A very similar ewe to the one reposing nearest to us was used by an anonymous follower of Cuyp in the foreground of a large canvas Portrait of Three Sisters with Five Sheep and a distant view of Rhenen formerly in the Wantage Collection, Lockinge.4
We are most grateful to Dr Alan Chong for confirming Aelbert Cuyp's authorship upon first-hand inspection of the original which he knew only from photographs until recently. Dr Chong intends to include this work in his planned catalogue raisonné of Aelbert Cuyp's paintings. We are also grateful to Drs Fred Meijer, author of the chapter on Jacob Gerritsz. Cuyp as a painter of still lifes and animal pieces in the catalogue of the Jacob Gerritsz. Cuyp exhibition in Dordrecht, for endorsing the attribution to Aelbert.

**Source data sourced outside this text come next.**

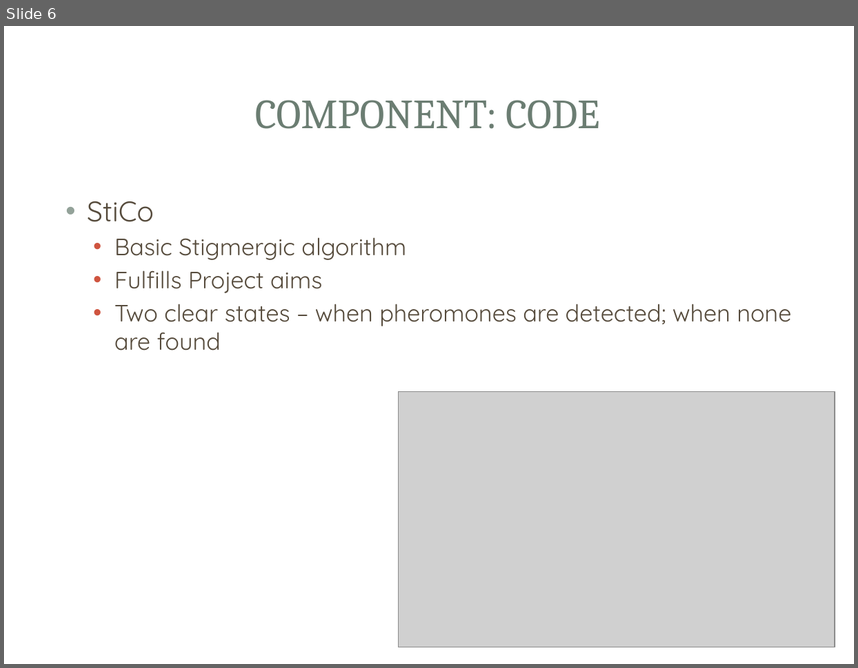
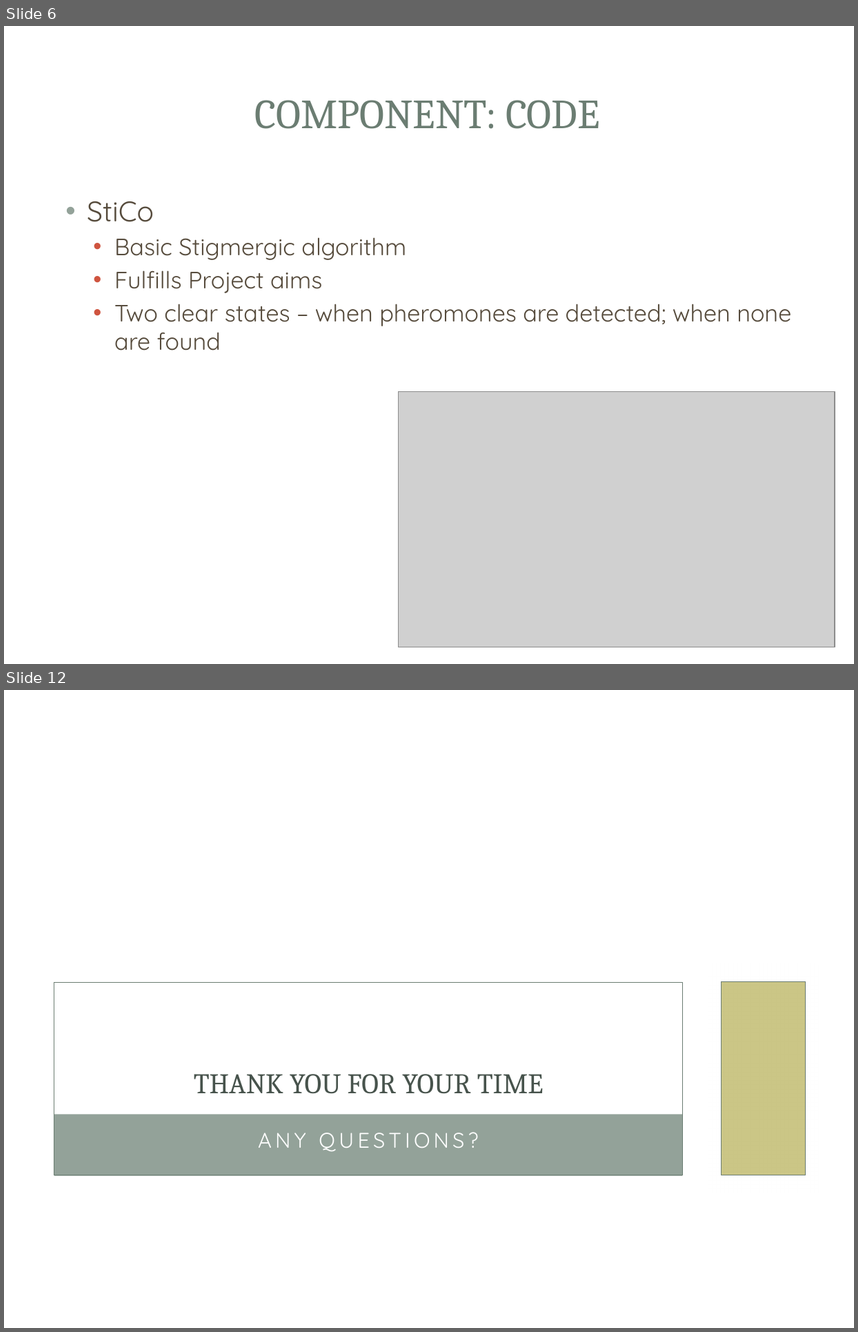
Before and after one commit to Chuddington/FYP-Stigmergy, a slide deck: psn/Design Presentation.pptx. Shown one above the other, each under a label of ours: slide 6 before the commit, slides 6 and 12 after it; the slides between them are not shown. The pictures are 858x668 and 858x1332 pixels, drawn with LibreOffice and Linux fonts; fonts in the diff are those of the drawing; grey boxes stand for pictures; background and template pictures are left out. Boxes give left, top, right and bottom in pixels: in the first picture for what was removed or moved away, otherwise in the second. Text is boxed around its words. In the diff, an @@ line names an element or a change of style, - is before the commit and + after.

```diff
--- a/psn/Design Presentation.pptx
+++ b/psn/Design Presentation.pptx
@@ slide 12 added at bbox=[4, 690, 854, 1328], background picture (left out); not listed: 1 template element that a slide beside it also shows @@
@@ rectangle added at bbox=[36, 964, 701, 1192], fill #FFFFFF at 83% opacity @@
@@ rectangle added at bbox=[45, 974, 692, 1183], fill #FFFFFF @@
@@ rectangle added at bbox=[708, 964, 818, 1192], fill #FFFFFF at 83% opacity @@
@@ rectangle added at bbox=[54, 982, 682, 1174], outline #6B7D72 0.5 pt @@
@@ rectangle added at bbox=[721, 982, 806, 1174], fill #B5AE53 at 70% opacity, outline #6B7D72 0.5 pt @@
@@ title added at bbox=[194, 1074, 544, 1094], 24 pt, text #47534C @@
+THANK YOU FOR YOUR TIME
@@ rectangle added at bbox=[54, 1114, 682, 1176], fill #93A299 @@
@@ subtitle added at bbox=[258, 1132, 478, 1151], 18 pt, text #FFFFFF @@
+ANY QUESTIONS?
```
Also in this commit, not shown: 5 other slides added, 4 other files.
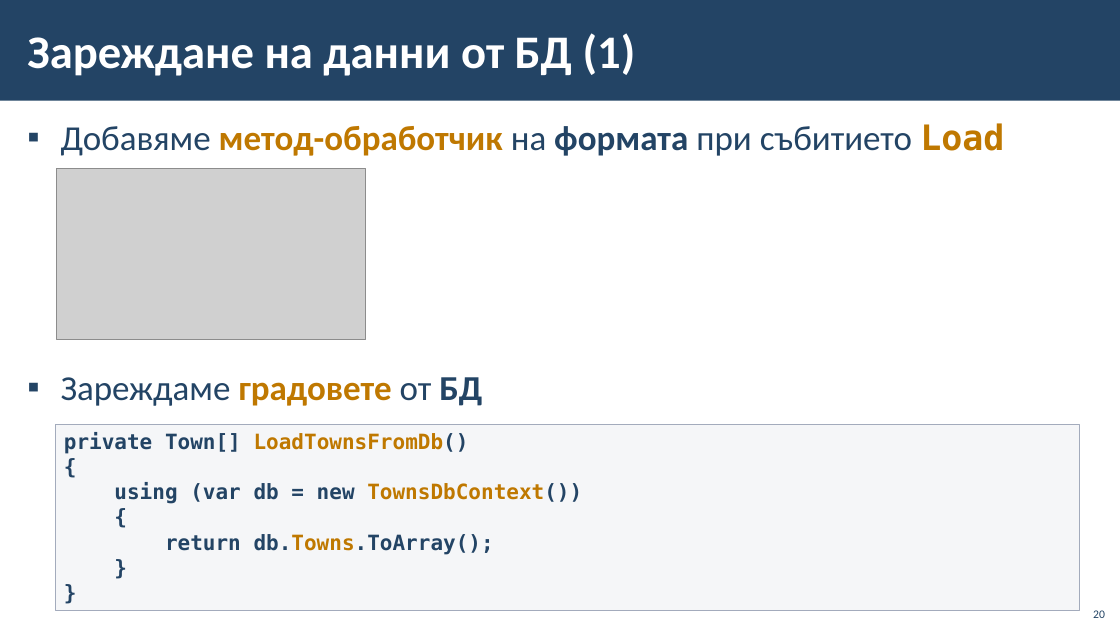
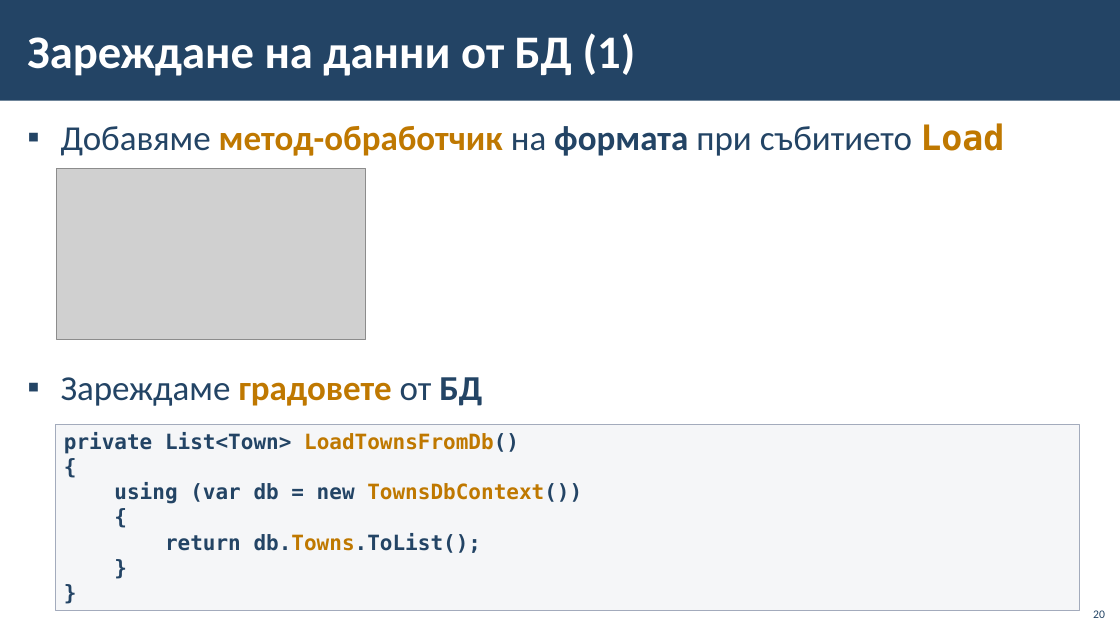
Before and after one commit to BG-IT-Edu/School-Programming, a slide deck: slide 20 of Courses/Software-Sciences/Module-4-Information-Systems-New/06-CRUD-with-EF-and-Windows-Forms/06-CRUD-with-EF-Core-and-Windows-Forms.pptx. Drawn at 1120x630 pixels with LibreOffice and Linux fonts; fonts in the diff are those of the drawing; grey boxes stand for pictures; background and template pictures are left out. Boxes give left, top, right and bottom in pixels: in the first picture for what was removed or moved away, otherwise in the second. Text is boxed around its words. In the diff, an @@ line names an element or a change of style, - is before the commit and + after.

```diff
--- a/Courses/Software-Sciences/Module-4-Information-Systems-New/06-CRUD-with-EF-and-Windows-Forms/06-CRUD-with-EF-Core-and-Windows-Forms.pptx
+++ b/Courses/Software-Sciences/Module-4-Information-Systems-New/06-CRUD-with-EF-and-Windows-Forms/06-CRUD-with-EF-Core-and-Windows-Forms.pptx
@@ text in rectangle at (64,432,519,454): text changed @@
-private Town[] LoadTownsFromDb()
+private List<Town> LoadTownsFromDb()
@@ text in rectangle at (165,533,482,553): text changed @@
-return db.Towns.ToArray();
+return db.Towns.ToList();
```
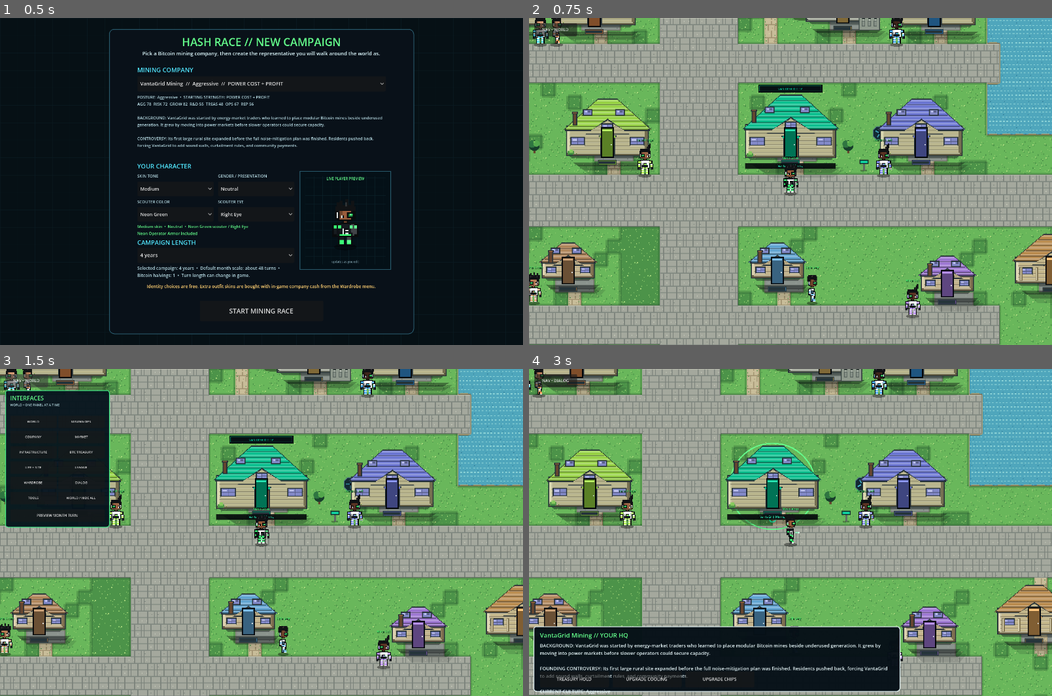
Above: before the commit, frames 1-4 (two rows, left to right).
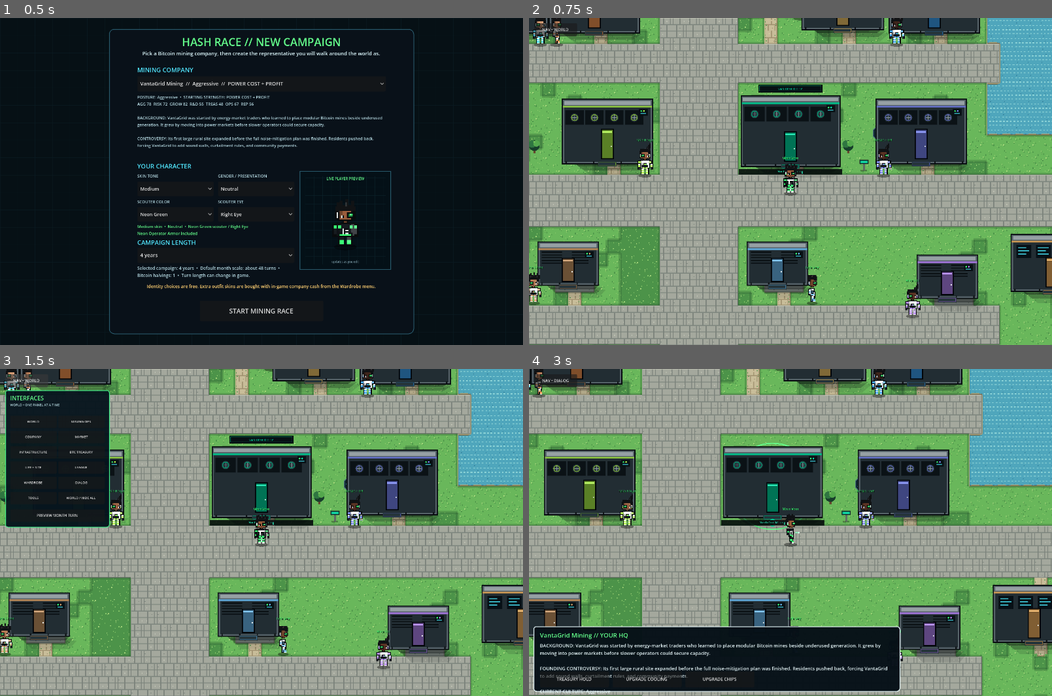
Above: after the commit, the same moments.

Repository: 1freetech/HashRace
Game: Godot game, scene res://scenes/campaign_setup.tscn
The game is run twice, just before and just after one commit, with the same random seed, the same clock (stepped at 60 frames per second) and the same inputs.
Inputs (mouse positions are in pixels of both pictures, inside the frame that each line leads up to):
- Up to frame 1 (0.5 s): no input
- Up to frame 2 (0.75 s): click "START MINING RACE" at 0.5 s
- Up to frame 3 (1.5 s): click "NAV • WORLD" at 1.25 s
- Up to frame 4 (3 s): click "WORLD" at 2 s; tap Enter (ui_accept) at 2.75 s; move the mouse to (905, 516) at 2.77 s; hold D from 2.78 s (still down); tap E at 2.85 s; click (905, 516) at 2.92 s

Frame 1 is identical in both runs. In frame 2, 17% of the frame differs, in the area x 0-100%, y 0-88%; in frame 3, 15%; in frame 4, 17%.

Commit message:
v0.113 activate industrial site renderer

Diff:
--- a/Godot/scenes/world.tscn
+++ b/Godot/scenes/world.tscn
@@ -1,7 +1,7 @@
 [gd_scene load_steps=3 format=3]
 
-; Release inheritance compatibility: world_v112.gd -> world_v111.gd -> world_v110.gd -> world_v109.gd -> world_v108.gd -> world_v107.gd -> world_v106.gd -> world_v105.gd -> world_v104.gd -> world_v103.gd -> world_v102.gd -> world_v101.gd -> world_v100.gd -> world_v099.gd -> world_v098.gd -> world_v097.gd -> world_v096.gd -> world_v095.gd -> world_v094.gd -> world_v093.gd -> world_v092.gd -> world_v091.gd -> world_v090.gd -> world_v089.gd -> world_v088.gd -> world_v087.gd -> prior gameplay stack. v0.112 integrates the supplied directional character sheets and supplied infrastructure art with scale-safe site composition; v0.111 site-growth milestones remain underneath.
-[ext_resource path="res://scripts/world_v112.gd" type="Script" id="1_world"]
+; Release inheritance compatibility: world_v113.gd -> world_v112.gd -> world_v111.gd -> world_v110.gd -> world_v109.gd -> world_v108.gd -> world_v107.gd -> world_v106.gd -> world_v105.gd -> world_v104.gd -> world_v103.gd -> world_v102.gd -> world_v101.gd -> world_v100.gd -> world_v099.gd -> world_v098.gd -> world_v097.gd -> world_v096.gd -> world_v095.gd -> world_v094.gd -> world_v093.gd -> world_v092.gd -> world_v091.gd -> world_v090.gd -> world_v089.gd -> world_v088.gd -> world_v087.gd -> prior gameplay stack. v0.113 replaces inherited house-like building silhouettes with industrial mining/power/service sites; v0.112 imported art and v0.111 capacity scaling remain underneath.
+[ext_resource path="res://scripts/world_v113.gd" type="Script" id="1_world"]
 [ext_resource path="res://scripts/live_treasury_controls.gd" type="Script" id="2_treasury"]
 
 [node name="HashRaceRPGStrategyWorld" type="Node2D"]

The four-horned ram has been identified as of the ancient breed Jacob's Sheep, after the Old Testament Patriarch Jacob. Genesis 30 records one of the earliest examples of selective breeding when Jacob takes every speckled sheep and goat from the flock of Laban, his father-in-law, in order to breed them. The Linnean name for the breed, Ovis aries, makes explicit this link between goats and sheep. Although Jacob's Sheep have a pair of lower horns curled at least to a semi-circle, and a pair of upper horns rising on a gentle parabola, as we see here, they are usually spotted (indeed the Breeders' Association insist upon this), and the ewes also have four horns. A plausible alternative is the Churra. This is a Spanish breed which was traded around Europe and also taken to the American colonies in 1514. They can be black, brown or white and the rams often have four horns, while the ewes tend to be hornless, as here. The ram has the curly wool seen here below the horns, unlike the Jacob's Sheep, and the ewes have the same high forehead and cranial 'dent' vertically down the centre of the face that we see here.
1. Private collection. See F.G. Meijer, in S. Paarlberg (ed/), Jacob Gerritsz. Cuyp, exhibition catalogue, Dordrecht 2002, p. 71, reproduced fig. 79.
2. See A. Chong, in A.K. Wheelock Jr., Aelbert Cuyp, exhibition catalogue, Washington 2001, pp. 88-91, no. 1, reproduced (Aelbert Cuyp), and AN, in S. Paarlberg, op. cit., p. 128, no. 23, reproduced. Aelbert Cuyp incorporated the same Jaguar in another undated Orpheus in Dessau, Anhaltinische Gemäldegalerie (reproduced by Chong, op. cit., fig, 1).
3. See A. Chong, op. cit., p. 122, no. 15, reproduced.
4. see A. Chong, Aelbert Cuyp and the meaning of landscape, diss., New York 1992, p. 484, no C106.